Formación y Desarrollo de los Ciclones Tropicales y Otros Datos de Interés.

Este es un nuevo artículo dedicado a incrementar la cultura sobre los ciclones tropicales y a la PREPARACIÓN, para que Ud., su familia, y quienes le rodean, sepan cómo actuar en Temporada Ciclónica.

Cuáles son las Condiciones necesarias para la Formación de un Ciclón Tropical.

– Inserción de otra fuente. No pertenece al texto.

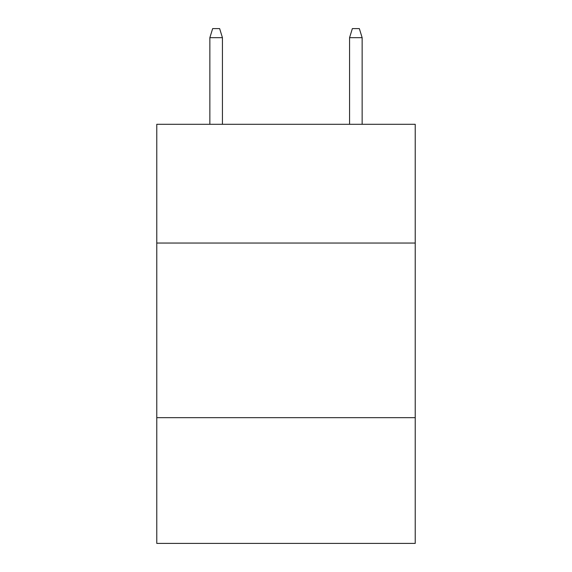 <?xml version="1.0" encoding="UTF-8"?>
<svg xmlns="http://www.w3.org/2000/svg" width="572" height="572" viewBox="0 0 572 572"><rect width="100%" height="100%" fill="white"/><g stroke="black" fill="none" stroke-linecap="round" stroke-linejoin="round"><path stroke-width="0.86" d="M415.222 243.043L415.222 124.296L156.778 124.296L156.778 243.043L415.222 243.043L415.222 543.4L156.778 543.4L156.778 243.043M415.222 417.667L156.778 417.667M222.436 124.296L222.436 37.681L209.86 37.681L209.86 124.296M209.86 37.681L212.655 28.6L219.641 28.6L222.436 37.681M349.563 37.681L352.359 28.6L359.345 28.6L362.14 37.681L349.563 37.681L349.563 124.296M362.14 37.681L362.14 124.296"/></g></svg>
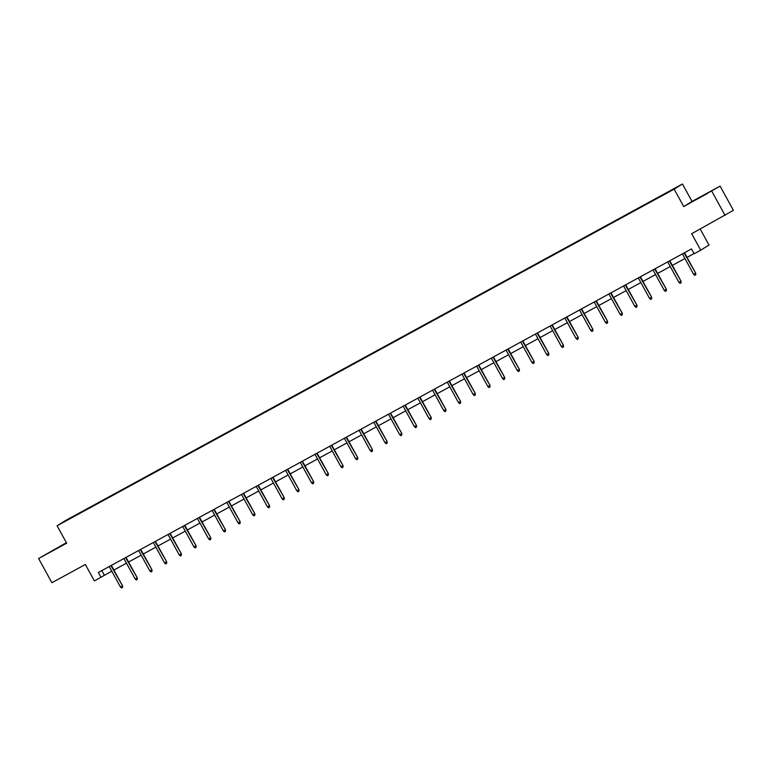 <?xml version="1.0" encoding="UTF-8"?>
<svg xmlns="http://www.w3.org/2000/svg" width="772" height="772" viewBox="0 0 772 772"><rect width="100%" height="100%" fill="white"/><g stroke="black" fill="none" stroke-linecap="round" stroke-linejoin="round"><path stroke-width="1.16" d="M66.402 542.706L38.6 558.513L51.907 582.725L85.354 564.477L94.396 580.94L111.776 571.193M682.438 184.006L65.369 520.617L57.089 525.771L674.159 189.159L682.438 184.006L692.021 201.434L683.741 206.587L720.093 186.12L692.021 201.434M720.093 186.12L733.4 210.322L691.673 233.723L700.725 250.176L709.005 245.023L700.223 229.052M711.813 191.273L725.12 215.475M78.696 513.862L656.2 198.829M78.657 513.824L83.038 511.498M656.036 198.529L82.874 511.199M700.725 250.176L694.134 253.776L691.471 248.931L98.334 572.496L100.997 577.34M683.741 206.587L674.159 189.159M38.6 558.513L66.672 543.198L57.089 525.771M113.889 570.045L126.473 563.184M128.586 562.026L141.17 555.164M143.283 554.006L155.867 547.145M157.98 545.997L170.564 539.126M172.677 537.978L185.261 531.107M187.374 529.959L199.958 523.098M202.071 521.94L214.655 515.078M216.768 513.92L229.352 507.059M231.465 505.911L244.048 499.04M246.162 497.892L258.745 491.021M260.859 489.873L273.442 483.011M275.556 481.853L288.139 474.992M290.253 473.844L302.836 466.973M304.95 465.825L317.533 458.954M319.637 457.806L332.23 450.945M334.334 449.786L346.927 442.925M349.031 441.767L361.624 434.906M363.728 433.758L376.311 426.887M378.425 425.739L391.008 418.868M393.122 417.72L405.705 410.858M407.819 409.7L420.402 402.839M422.516 401.681L435.099 394.82M437.213 393.672L449.796 386.801M451.909 385.653L464.493 378.782M466.606 377.633L479.19 370.772M481.303 369.614L493.887 362.753M496 361.595L508.584 354.734M510.697 353.586L523.281 346.715M525.394 345.567L537.978 338.696M540.091 337.547L552.675 330.686M554.788 329.528L567.372 322.667M569.485 321.519L582.069 314.648M584.182 313.5L596.766 306.629M598.879 305.48L611.463 298.619M613.576 297.461L626.16 290.6M628.273 289.442L640.856 282.581M642.97 281.433L655.553 274.562M657.667 273.413L670.25 266.543M672.354 265.394L684.947 258.533M687.051 257.375L694.018 253.573M101.798 570.604L104.345 575.246M703.842 195.104L691.017 202.399L703.958 195.306M66.489 542.87L47.005 553.707L66.537 542.948M684.088 252.965L695.726 273.153L695.736 274.813L695.331 273.404L693.632 274.33L682.39 253.892M695.726 273.153L684.503 252.733M695.736 274.813L694.79 275.324L693.632 274.33M695.138 200.199L707.596 193.367M704.228 195.229L697.753 198.8M60.216 546.547L53.741 550.118M51.126 551.507L63.584 544.675M669.392 260.975L681.029 281.172L681.039 282.832L680.634 281.423L678.935 282.349L667.693 261.901M681.029 281.172L669.807 260.753M681.039 282.832L680.093 283.343L678.935 282.349M654.695 268.994L666.332 289.191L666.342 290.851L665.937 289.442L664.238 290.368L652.996 269.92M666.332 289.191L655.11 268.772M666.342 290.851L665.396 291.362L664.238 290.368M639.998 277.013L651.636 297.21L651.645 298.87L651.24 297.461L649.542 298.378L638.299 277.939M651.636 297.21L640.413 276.791M651.645 298.87L650.699 299.382L649.542 298.378M625.301 285.032L636.939 305.22L636.948 306.88L636.543 305.471L634.845 306.397L623.602 285.958M636.939 305.22L625.716 284.8M636.948 306.88L636.003 307.401L634.845 306.397M610.604 293.051L622.251 313.239L622.251 314.899L621.846 313.49L620.148 314.416L608.905 293.978M622.251 313.239L611.019 292.82M622.251 314.899L621.306 315.41L620.148 314.416M595.907 301.061L607.554 321.258L607.554 322.918L607.149 321.509L605.451 322.435L594.208 301.987M607.554 321.258L596.322 300.839M607.554 322.918L606.609 323.429L605.451 322.435M581.21 309.08L592.857 329.277L592.857 330.937L592.452 329.528L590.754 330.455L579.511 310.006M592.857 329.277L581.625 308.858M592.857 330.937L591.912 331.449L590.754 330.455M566.513 317.099L578.16 337.296L578.16 338.956L577.755 337.547L576.057 338.464L564.824 318.025M578.16 337.296L566.928 316.877M578.16 338.956L577.215 339.468L576.057 338.464M551.816 325.118L563.463 345.306L563.463 346.966L563.058 345.557L561.36 346.483L550.127 326.045M563.463 345.306L552.231 324.887M563.463 346.966L562.518 347.487L561.36 346.483M537.119 333.137L548.767 353.325L548.767 354.985L548.361 353.576L546.663 354.502L535.43 334.054M548.767 353.325L537.534 332.906M548.767 354.985L547.821 355.496L546.663 354.502M522.422 341.147L534.07 361.344L534.07 363.004L533.664 361.595L531.966 362.522L520.733 342.073M534.07 361.344L522.837 340.925M534.07 363.004L533.124 363.515L531.966 362.522M507.725 349.166L519.373 369.363L519.373 371.023L518.967 369.614L517.269 370.541L506.036 350.092M519.373 369.363L508.15 348.944M519.373 371.023L518.427 371.535L517.269 370.541M493.028 357.185L504.676 377.383L504.676 379.033L504.27 377.624L502.572 378.55L491.339 358.112M504.676 377.383L493.453 356.953M504.676 379.033L503.73 379.554L502.572 378.55M478.331 365.204L489.979 385.392L489.979 387.052L489.573 385.643L487.875 386.569L476.642 366.131M489.979 385.392L478.756 364.973M489.979 387.052L489.033 387.563L487.875 386.569M463.644 373.223L475.282 393.411L475.282 395.071L474.877 393.662L473.178 394.588L461.945 374.14M475.282 393.411L464.059 372.992M475.282 395.071L474.346 395.582L473.178 394.588M448.947 381.233L460.585 401.43L460.585 403.09L460.18 401.681L458.491 402.608L447.249 382.159M460.585 401.43L449.362 381.011M460.585 403.09L459.649 403.602L458.491 402.608M434.25 389.252L445.888 409.45L445.888 411.109L445.483 409.7L443.794 410.627L432.552 390.178M445.888 409.45L434.665 389.03M445.888 411.109L444.952 411.621L443.794 410.627M419.553 397.271L431.191 417.459L431.191 419.119L430.786 417.71L429.097 418.636L417.855 398.198M431.191 417.459L419.968 397.04M431.191 419.119L430.255 419.64L429.097 418.636M404.856 405.29L416.494 425.478L416.494 427.138L416.089 425.729L414.4 426.655L403.158 406.217M416.494 425.478L405.271 405.059M416.494 427.138L415.558 427.649L414.4 426.655M390.159 413.3L401.797 433.497L401.797 435.157L401.392 433.748L399.703 434.675L388.461 414.226M401.797 433.497L390.574 413.078M401.797 435.157L400.861 435.669L399.703 434.675M375.462 421.319L387.1 441.516L387.1 443.176L386.695 441.767L385.006 442.694L373.764 422.245M387.1 441.516L375.877 421.097M387.1 443.176L386.164 443.688L385.006 442.694M360.765 429.338L372.403 449.536L372.403 451.195L372.007 449.786L370.309 450.703L359.067 430.265M372.403 449.536L361.18 429.116M372.403 451.195L371.467 451.707L370.309 450.703M346.068 437.357L357.706 457.545L357.706 459.205L357.311 457.796L355.612 458.722L344.37 438.284M357.706 457.545L346.483 437.126M357.706 459.205L356.77 459.726L355.612 458.722M331.371 445.376L343.009 465.564L343.019 467.224L342.614 465.815L340.915 466.742L329.673 446.293M343.009 465.564L331.786 445.145M343.019 467.224L342.073 467.736L340.915 466.742M316.674 453.386L328.312 473.583L328.322 475.243L327.917 473.834L326.218 474.761L314.976 454.312M328.312 473.583L317.089 453.164M328.322 475.243L327.376 475.755L326.218 474.761M301.977 461.405L313.615 481.603L313.625 483.262L313.22 481.853L311.521 482.78L300.279 462.332M313.615 481.603L302.392 461.183M313.625 483.262L312.679 483.774L311.521 482.78M287.28 469.424L298.918 489.622L298.928 491.272L298.523 489.873L296.824 490.789L285.582 470.351M298.918 489.622L287.695 469.193M298.928 491.272L297.982 491.793L296.824 490.789M272.584 477.443L284.221 497.631L284.231 499.291L283.826 497.882L282.127 498.808L270.885 478.37M284.221 497.631L272.998 477.212M284.231 499.291L283.285 499.812L282.127 498.808M257.887 485.463L269.534 505.65L269.534 507.31L269.129 505.901L267.43 506.828L256.188 486.379M269.534 505.65L258.302 485.231M269.534 507.31L268.588 507.822L267.43 506.828M243.19 493.472L254.837 513.669L254.837 515.329L254.432 513.92L252.733 514.847L241.491 494.398M254.837 513.669L243.605 493.25M254.837 515.329L253.892 515.841L252.733 514.847M228.493 501.491L240.14 521.689L240.14 523.348L239.735 521.94L238.037 522.866L226.794 502.418M240.14 521.689L228.908 501.269M240.14 523.348L239.195 523.86L238.037 522.866M213.796 509.51L225.443 529.708L225.443 531.358L225.038 529.949L223.34 530.875L212.107 510.437M225.443 529.708L214.211 509.279M225.443 531.358L224.498 531.879L223.34 530.875M199.099 517.529L210.746 537.717L210.746 539.377L210.341 537.968L208.643 538.895L197.41 518.456M210.746 537.717L199.514 517.298M210.746 539.377L209.801 539.889L208.643 538.895M184.402 525.549L196.049 545.736L196.049 547.396L195.644 545.987L193.946 546.914L182.713 526.465M196.049 545.736L184.817 525.317M196.049 547.396L195.104 547.908L193.946 546.914M169.705 533.558L181.352 553.756L181.352 555.415L180.947 554.006L179.249 554.933L168.016 534.485M181.352 553.756L170.12 533.336M181.352 555.415L180.407 555.927L179.249 554.933M155.008 541.577L166.655 561.775L166.655 563.435L166.25 562.026L164.552 562.952L153.319 542.504M166.655 561.775L155.433 541.355M166.655 563.435L165.71 563.946L164.552 562.952M140.311 549.596L151.959 569.784L151.959 571.444L151.553 570.035L149.855 570.962L138.622 550.523M151.959 569.784L140.736 549.365M151.959 571.444L151.013 571.965L149.855 570.962M125.614 557.616L137.262 577.803L137.262 579.463L136.856 578.054L135.158 578.981L123.925 558.542M137.262 577.803L126.039 557.384M137.262 579.463L136.316 579.975L135.158 578.981M110.927 565.625L122.565 585.823L122.565 587.482L122.159 586.073L120.461 587L109.228 566.552M122.565 585.823L111.342 565.403M122.565 587.482L121.629 587.994L120.461 587"/></g></svg>

En ciclón tropical surge y se desarrolla en una atmósfera tropical homogénea. Quiere esto decir que no puede estar asociado con masas de aire diferentes en cuanto a temperatura y humedad, como ocurre con los Ciclones Extratropical (o de fuera del trópico; llamados popularmente ciclones invernales), los que sí poseen en su circulación una masa de aire frío y otra cálida.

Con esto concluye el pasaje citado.